**TASK STATEMENT**:
Keep the pictures out of your copy. Transcribe the records below exactly.
---*---
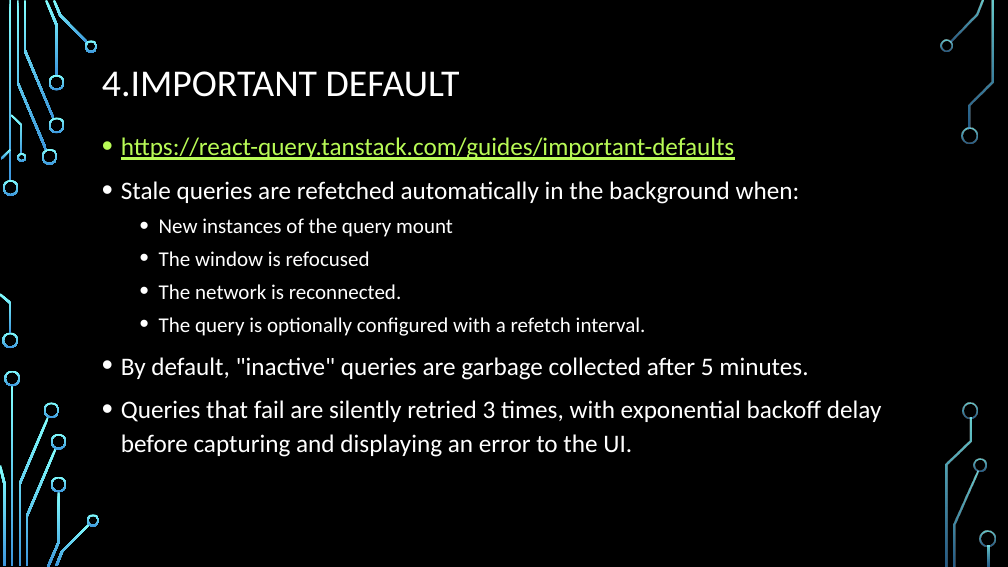
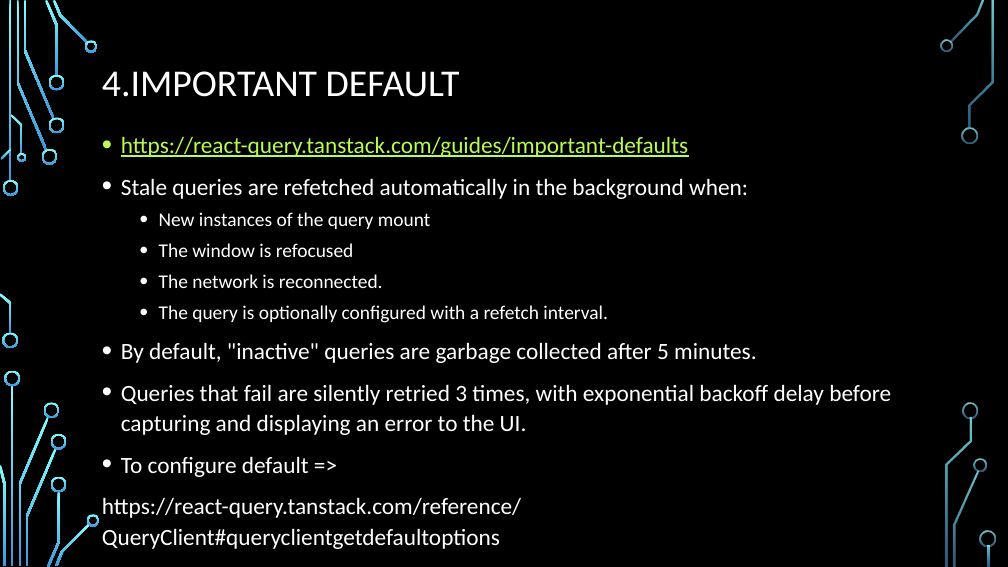
Before and after one commit to thanapoomp/react-query-demo, a slide deck: slide 6 of React-query.pptx. Drawn at 1008x567 pixels with LibreOffice and Linux fonts; fonts in the diff are those of the drawing; background and template pictures are left out. Boxes give left, top, right and bottom in pixels: in the first picture for what was removed or moved away, otherwise in the second. Text is boxed around its words. In the diff, an @@ line names an element or a change of style, - is before the commit and + after.

Commit message:
update ppt

```diff
--- a/React-query.pptx
+++ b/React-query.pptx
@@ text at [121, 136, 891, 435]: size 24 to 22.2 pt in "https://react-query.tanstack.com/guides/important-defaults", "Stale queries are refetched automatically in the ...", "By default, "inactive" queries are garbage collected ...", "Queries that fail are silently retried 3 ..."; size 20 to 18.5 pt in "New instances of the query mount", "The window is refocused", "The network is reconnected.", "The query is optionally configured with a ..." @@
@@ text at [102, 456, 521, 549]: paragraphs added @@
+• To configure default =>
+https://react-query.tanstack.com/reference/QueryClient#queryclientgetdefaultoptions
```
Also in this commit, not shown: 1 other file.
---*---
**RESULT**:
Before and after one commit to thanapoomp/react-query-demo, a slide deck: slide 6 of React-query.pptx. Drawn at 1008x567 pixels with LibreOffice and Linux fonts; fonts in the diff are those of the drawing; background and template pictures are left out. Boxes give left, top, right and bottom in pixels: in the first picture for what was removed or moved away, otherwise in the second. Text is boxed around its words. In the diff, an @@ line names an element or a change of style, - is before the commit and + after.

Commit message:
update ppt

```diff
--- a/React-query.pptx
+++ b/React-query.pptx
@@ text at [121, 136, 891, 435]: size 24 to 22.2 pt in "https://react-query.tanstack.com/guides/important-defaults", "Stale queries are refetched automatically in the ...", "By default, "inactive" queries are garbage collected ...", "Queries that fail are silently retried 3 ..."; size 20 to 18.5 pt in "New instances of the query mount", "The window is refocused", "The network is reconnected.", "The query is optionally configured with a ..." @@
@@ text at [102, 456, 521, 549]: paragraphs added @@
+• To configure default =>
+https://react-query.tanstack.com/reference/QueryClient#queryclientgetdefaultoptions
```
Also in this commit, not shown: 1 other file.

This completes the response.